『脳はなぜ都合よく記憶するのか』 ジュリア・ショウ著 服部由美訳 講談社 2016年12月13日

ひところ話題になったシンギュラリティが起きるかもしれないという予測を生んだAIの驚異的な発展の要因の一つに、人間の脳の活動を分析し、深層学習としてAIに活用したことで、飛躍的に判別レベルが深まったことがあげられよう。シンギュラリティが起きないにせよ、今後我々はAIとどう向き合っていくのか、その前にそもそも、ヒトの脳の活動はどこまで理解できているのだろうか。

本書の著者は、ロンドンサウスバンク大学法社会学部上級講師で、世界でも数少ない過誤記憶の研究者である。我々の記憶が実はどれほど不正確なものか、数多くの実証実験を引いて説明され、多少居心地の悪い不安感を覚えずにはいられないのは、記憶というものが我々のアイデンティティーそのものだからであろう。決して記憶に関す

る脳生理学といった難解な記述はなく、我々の日常の活動から入る平易な説明で分かりやすい。
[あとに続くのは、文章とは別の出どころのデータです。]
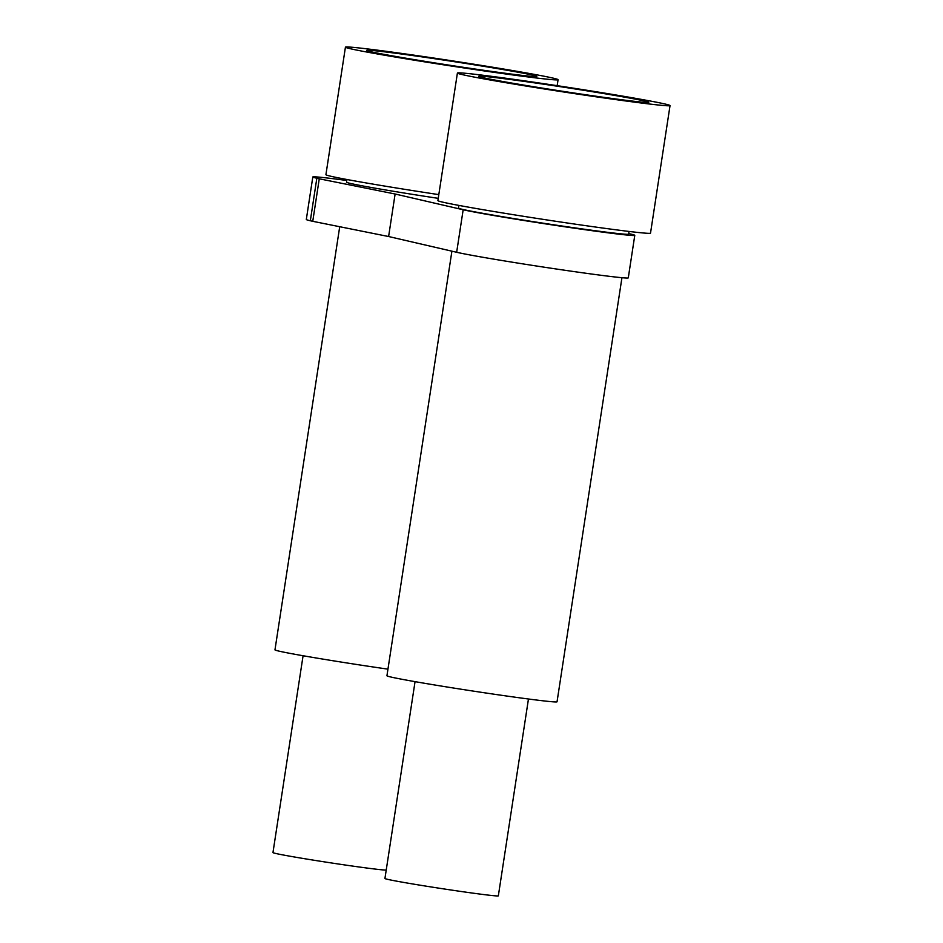 <?xml version="1.0" encoding="UTF-8"?>
<svg xmlns="http://www.w3.org/2000/svg" width="943" height="943" viewBox="0 0 943 943"><rect width="100%" height="100%" fill="white"/><g stroke="black" fill="none" stroke-linecap="round" stroke-linejoin="round"><path stroke-width="1.41" d="M621.944 277.702L557.042 701.792A86.049 2.098 -171.3 0 1 497.833 694.755A86.049 2.098 -171.3 0 1 386.936 675.766L451.909 251.168M528.457 698.999L498.34 895.85A57.358 1.403 -171.3 0 1 415.615 884.451A57.358 1.403 -171.3 0 1 384.933 878.499L415.05 681.648M312.817 176.966L306.31 219.483A86.049 2.098 8.7 0 0 310.33 220.756L312.758 221.31L319.264 178.805L316.836 178.239A86.049 2.098 8.7 0 1 312.817 176.966A86.049 2.098 8.7 0 1 346.8 180.478M312.758 221.31L388.61 236.528L395.117 194.01L463.166 209.759A88.913 2.169 8.7 0 0 560.248 226.108A88.913 2.169 8.7 0 0 634.78 235.337A88.913 2.169 8.7 0 0 630.631 234.029L628.686 233.581M319.264 178.805L395.117 194.01M388.61 236.528L456.66 252.276A88.913 2.169 8.7 0 0 553.741 268.625A88.913 2.169 8.7 0 0 628.286 277.855L634.78 235.337M457.402 73.059L437.894 200.6A107.549 2.629 8.7 0 0 576.503 224.34A107.549 2.629 8.7 0 0 650.517 233.133L670.037 105.592A107.549 2.629 -171.3 0 1 596.023 96.799A107.549 2.629 -171.3 0 1 457.402 73.059A107.549 2.629 -171.3 0 1 531.428 81.852A107.549 2.629 -171.3 0 1 670.037 105.592M537.887 83.349A86.049 2.098 8.7 0 0 478.667 76.312A86.049 2.098 8.7 0 0 589.564 95.302A86.049 2.098 8.7 0 0 648.772 102.339A86.049 2.098 8.7 0 0 537.887 83.349M458.911 205.409L458.498 208.108A86.049 2.098 8.7 0 0 569.395 227.098A86.049 2.098 8.7 0 0 628.604 234.135L629.016 231.448M346.941 179.512L346.529 182.199A86.049 2.098 8.7 0 0 438.236 198.348M345.433 47.15A107.549 2.629 -171.3 0 1 419.458 55.955A107.549 2.629 -171.3 0 1 558.067 79.695A107.549 2.629 -171.3 0 1 484.054 70.902A107.549 2.629 -171.3 0 1 345.433 47.15L325.913 174.703A107.549 2.629 8.7 0 0 438.801 194.623M477.594 69.405A86.049 2.098 8.7 0 0 536.803 76.442A86.049 2.098 8.7 0 0 425.918 57.44A86.049 2.098 8.7 0 0 366.697 50.403A86.049 2.098 8.7 0 0 477.594 69.405M387.95 669.153A86.049 2.098 -171.3 0 1 385.864 668.846A86.049 2.098 -171.3 0 1 274.967 649.857L339.716 226.721M386.229 870.024A57.358 1.403 -171.3 0 1 303.646 858.554A57.358 1.403 -171.3 0 1 272.963 852.59L303.08 655.739M310.33 220.756L316.836 178.239M456.66 252.276L463.166 209.759M557.16 85.672L558.067 79.695"/></g></svg>
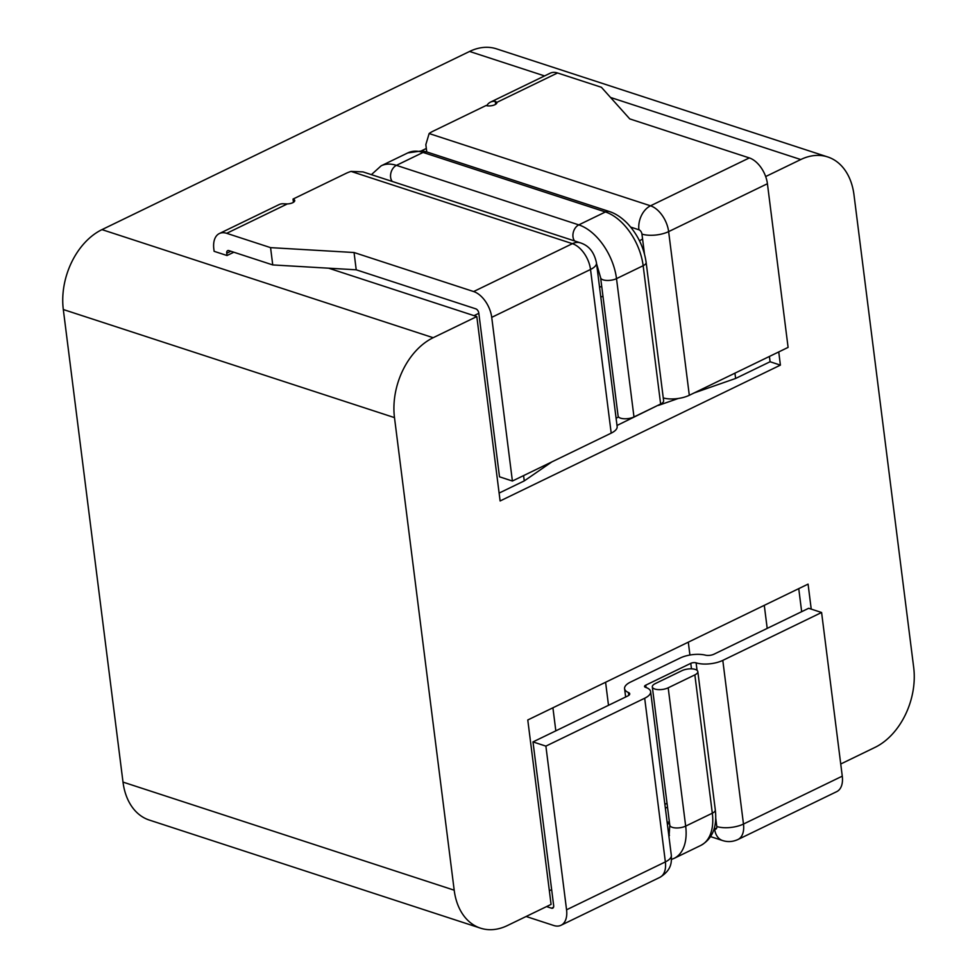 <?xml version="1.0" encoding="UTF-8"?>
<svg xmlns="http://www.w3.org/2000/svg" width="977" height="977" viewBox="0 0 977 977"><rect width="100%" height="100%" fill="white"/><g stroke="black" fill="none" stroke-linecap="round" stroke-linejoin="round"><path stroke-width="1.47" d="M421.539 150.788L426.326 148.467M123.004 782.101L454.195 890.194A63.358 44.356 108.1 0 0 480.489 928.15L149.298 820.057A63.358 44.356 -71.9 0 1 123.004 782.101L63.31 309.526A63.358 44.356 -71.9 0 1 101.974 229.619L469.583 51.451A63.358 44.356 -71.9 0 1 496.511 48.85L827.702 156.943A63.358 44.356 108.1 0 1 853.996 194.899L913.69 667.474A63.358 44.356 108.1 0 1 875.026 747.381L840.733 764.002M811.228 609.111L808.077 584.112L527.775 719.976L551.077 904.397L507.417 925.549A63.358 44.356 108.1 0 1 480.489 928.15M454.195 890.194L394.488 417.619L63.31 309.526M101.974 229.619L433.165 337.712L476.813 316.56L328.651 268.199M233.833 252.225L227.018 255.522L226.737 253.226A3.798 2.247 64.1 0 1 227.653 250.649A3.798 2.247 64.1 0 1 228.874 250.6L272.742 264.926L356.226 269.811L475.799 308.842A3.798 2.247 64.1 0 1 478.815 313.141L499.503 476.813L512.4 481.026L491.724 317.354A22.813 13.507 -115.9 0 0 473.625 291.549L572.412 243.664L351.024 171.402A25.341 10.124 -7.2 0 0 345.882 173.454L293.039 199.064L293.442 202.312M272.742 264.926L270.568 247.633L226.688 233.32A22.813 13.507 -115.9 0 0 219.361 233.54A22.813 13.507 -115.9 0 0 213.829 249.013L214.122 251.321L227.018 255.522M765.675 176.544L800.761 159.544L610.527 97.456M827.702 156.943A63.358 44.356 108.1 0 0 800.761 159.544M433.165 337.712A63.358 44.356 108.1 0 0 394.488 417.619M798.746 588.642L801.665 611.687M551.651 889.62L549.355 890.743M474.028 315.644L478.84 313.312M476.813 316.56L500.114 500.969L780.403 365.117L778.742 351.928M694.11 392.949L735.62 378.453L770.084 361.746L769.412 356.446M770.084 361.746L780.403 365.117M639.483 240.769L642.573 239.047M667.511 807.1L665.361 808.15M764.283 605.337L767.201 628.394M688.297 642.17L689.921 655.03M605.593 682.264L608.5 705.309M552.909 707.788L555.828 730.845M499.113 493.08L524.258 480.904L523.587 475.604M524.258 480.904L551.895 461.877M617.012 425.471L658.351 405.125M658.388 405.418L678.319 398.457M735.62 378.453L734.948 373.153M602.956 296.141L600.806 297.179M616.096 418.205L618.575 416.996M270.568 247.633L354.053 252.518L473.625 291.549M219.361 233.54L279.104 204.584A22.813 13.507 64.1 0 1 283.88 203.814L287.348 203.924A6.338 2.528 -7.2 0 0 294.724 200.505A6.338 2.528 -7.2 0 0 293.039 199.064M557.537 72.97L496.878 102.365L495.254 101.364A22.813 13.507 -115.9 0 0 490.466 102.133L550.21 73.19A22.813 13.507 64.1 0 1 557.537 72.97L601.405 87.283L629.75 118.901L749.322 157.92A22.813 13.507 64.1 0 1 767.421 183.725L788.097 347.397L689.31 395.282A19.003 7.584 172.8 0 1 663.261 397.944M644.454 253.886L641.95 234.077A3.798 2.247 64.1 0 0 638.921 229.778L630.69 227.091M496.878 102.365A6.338 2.528 172.8 0 1 496.914 102.512A6.338 2.528 172.8 0 1 493.08 105.382A6.338 2.528 172.8 0 1 486.033 105.528L433.19 131.138A25.341 10.124 -7.2 0 0 429.135 133.544L650.523 205.805L749.322 157.92M611.199 433.141L590.523 269.469A22.813 13.507 64.1 0 0 572.412 243.664A19.003 13.312 -71.9 0 1 580.497 242.882C586.444 244.934 593.527 249.233 596.471 262.874L617.146 426.546A19.003 7.584 172.8 0 1 611.199 433.141L512.4 481.026M490.466 102.133A22.813 13.507 -115.9 0 0 486.717 105.711M356.226 269.811L354.053 252.518M599.56 287.311L601.71 286.273M351.024 171.402L362.992 171.903L580.497 242.882M426.766 151.936L425.838 144.62L429.135 133.544M646.139 262.41A9.501 3.798 172.8 0 1 643.159 265.707A47.519 28.138 -115.9 0 0 605.435 211.96A9.501 6.656 108.1 0 1 609.477 211.569C615.559 213.499 621.58 217.48 627.539 223.538C637.761 234.614 643.965 247.572 646.139 262.41L663.615 400.729A9.501 3.798 172.8 0 1 660.635 404.026L633.975 416.947A9.501 3.798 172.8 0 1 623.998 418.754A9.501 3.798 172.8 0 1 618.099 416.031L600.623 277.712A9.501 3.798 172.8 0 0 606.522 280.436A9.501 3.798 172.8 0 0 616.511 278.628A47.519 28.138 -115.9 0 0 578.787 224.881A9.501 6.656 108.1 0 0 573.316 232.282A9.501 6.656 108.1 0 0 574.647 240.977M625.646 697.004L624.584 688.663A19.003 7.584 -7.2 0 1 630.544 682.068L680.163 658.022A19.003 7.584 -7.2 0 1 705.492 655.164A6.338 2.528 -7.2 0 0 713.943 654.211L808.687 608.28L821.596 612.494L722.797 660.379A19.003 7.584 -7.2 0 1 696.112 662.846A3.798 1.514 -7.2 0 0 690.776 663.346L645.748 685.17A3.798 1.514 -7.2 0 0 644.551 686.489A3.798 1.514 -7.2 0 0 645.565 687.344A19.003 7.584 -7.2 0 1 650.633 691.643L671.321 855.315C671.541 861.69 672.188 869.762 659.829 877.383A22.813 13.507 64.1 0 0 665.361 861.909L644.686 698.237A19.003 7.584 -7.2 0 0 650.633 691.643M664.873 804.327L667.022 803.289M681.946 670.674L655.298 683.595A9.501 3.798 -7.2 0 0 652.318 686.892A9.501 3.798 -7.2 0 0 658.205 689.615A9.501 3.798 -7.2 0 0 668.195 687.808L694.855 674.887A9.501 3.798 -7.2 0 0 697.822 671.59A9.501 3.798 -7.2 0 0 691.936 668.866A9.501 3.798 -7.2 0 0 681.946 670.674M714.053 828.936L716.654 828.166M546.558 906.583L551.516 908.195A3.798 2.247 64.1 0 0 552.738 908.158A3.798 2.247 64.1 0 0 553.666 905.581L532.99 741.909L545.887 746.123L644.686 698.237M545.887 746.123L566.562 909.795L665.361 861.909A19.003 7.584 -7.2 0 0 671.321 855.315M710.56 836.617L722.528 840.525A19.003 13.312 -71.9 0 1 714.639 829.131A3.798 2.247 64.1 0 0 715.86 829.094A3.798 2.247 64.1 0 0 716.788 826.518L715.726 818.103M532.99 741.909L627.735 695.99A6.338 2.528 -7.2 0 0 629.725 693.792A6.338 2.528 -7.2 0 0 628.443 692.51A19.003 7.584 -7.2 0 1 624.584 688.663M526.127 916.487L553.703 925.488A22.813 13.507 -115.9 0 0 561.03 925.268A22.813 13.507 -115.9 0 0 566.562 909.795M821.596 612.494L842.272 776.165A22.813 13.507 64.1 0 1 836.727 791.639L737.94 839.524A22.813 13.507 -115.9 0 0 743.473 824.051L842.272 776.165M669.343 821.608L667.193 822.646M544.555 75.925L469.583 51.451M287.348 203.924L226.688 233.32M767.421 183.725L668.634 231.61L689.31 395.282M596.471 262.874A19.003 7.584 172.8 0 1 590.523 269.469L491.724 317.354M230.816 251.236L226.737 253.226M495.632 104.319L495.254 101.364M638.921 229.778A19.003 13.312 -71.9 0 1 650.523 205.805A22.813 13.507 -115.9 0 1 668.634 231.61A19.003 7.584 172.8 0 1 641.95 234.077M407.812 152.9L381.152 165.821A47.519 28.138 -115.9 0 1 396.418 165.357L578.787 224.881L605.435 211.96L423.078 152.436A47.519 28.138 -115.9 0 0 407.812 152.9L422.198 150.873L427.108 152.046A9.501 6.656 108.1 0 0 423.078 152.436L396.418 165.357A9.501 6.656 108.1 0 0 390.947 172.77A9.501 6.656 108.1 0 0 392.278 181.453M660.635 404.026L643.159 265.707L616.511 278.628L633.975 416.947M691.472 668.842L690.776 663.346M645.748 685.17L646.041 687.503M551.516 908.195L553.532 907.23M722.797 660.379L743.473 824.051A19.003 7.584 -7.2 0 1 716.788 826.518M628.797 695.355L628.443 692.51M696.112 662.846L697.053 670.344M669.66 824.148L667.279 823.367M669.477 835.323L668.83 835.64M694.855 674.887L712.318 813.206A47.519 28.138 64.1 0 1 700.79 845.435C714.529 837.716 716.886 823.66 715.298 809.909A9.501 3.798 -7.2 0 1 712.318 813.206L685.671 826.115A47.519 28.138 64.1 0 1 674.142 858.356L700.79 845.435M669.001 836.971L669.795 825.211A9.501 3.798 -7.2 0 0 675.681 827.934A9.501 3.798 -7.2 0 0 685.671 826.115L668.195 687.808M381.152 165.821L371.394 174.639M609.477 211.569L427.108 152.046M596.593 263.79L600.623 277.712M722.528 840.525C727.67 842.186 732.811 841.856 737.94 839.524M561.03 925.268L659.829 877.383M669.428 822.365L668.451 822.036M671.468 859.442L674.142 858.356M697.822 671.59L715.298 809.909M652.318 686.892L669.795 825.211"/></g></svg>

「私は記憶ハッカー。私は起こっていないことを起こったと人に信じ込ませる。」という刺激的なフレーズで始まる第7章「植えつけられる偽の記憶」の実験の描写。筆者は誘導尋問にならない慎重な質問の仕方を警官に教えているが、ここでは基本的にその逆、すなわち誘導尋問にどれだけ被験者が応じてしまうかが観察される。被験者の70%以上が、犯罪とそこでの感情的な出来事の両方で、完全な過誤記憶を作り上げることが分かったという(完全な過誤記憶とは、出来事の細部を最低10個伝えること、面談でそれが事実の出来事だと信じているという事などと定義する)。これから推測されることは、目撃者の過誤記憶が不当な有罪判決の主な要因となっているということであり、2015年の統計では、現代のDNA検査により合理的な疑いの余地なく無罪と立証された325件の事件のうち235件が目撃者の誤認がかかわっていたという。筆者は冤罪事件の救済活動にもかかわっている。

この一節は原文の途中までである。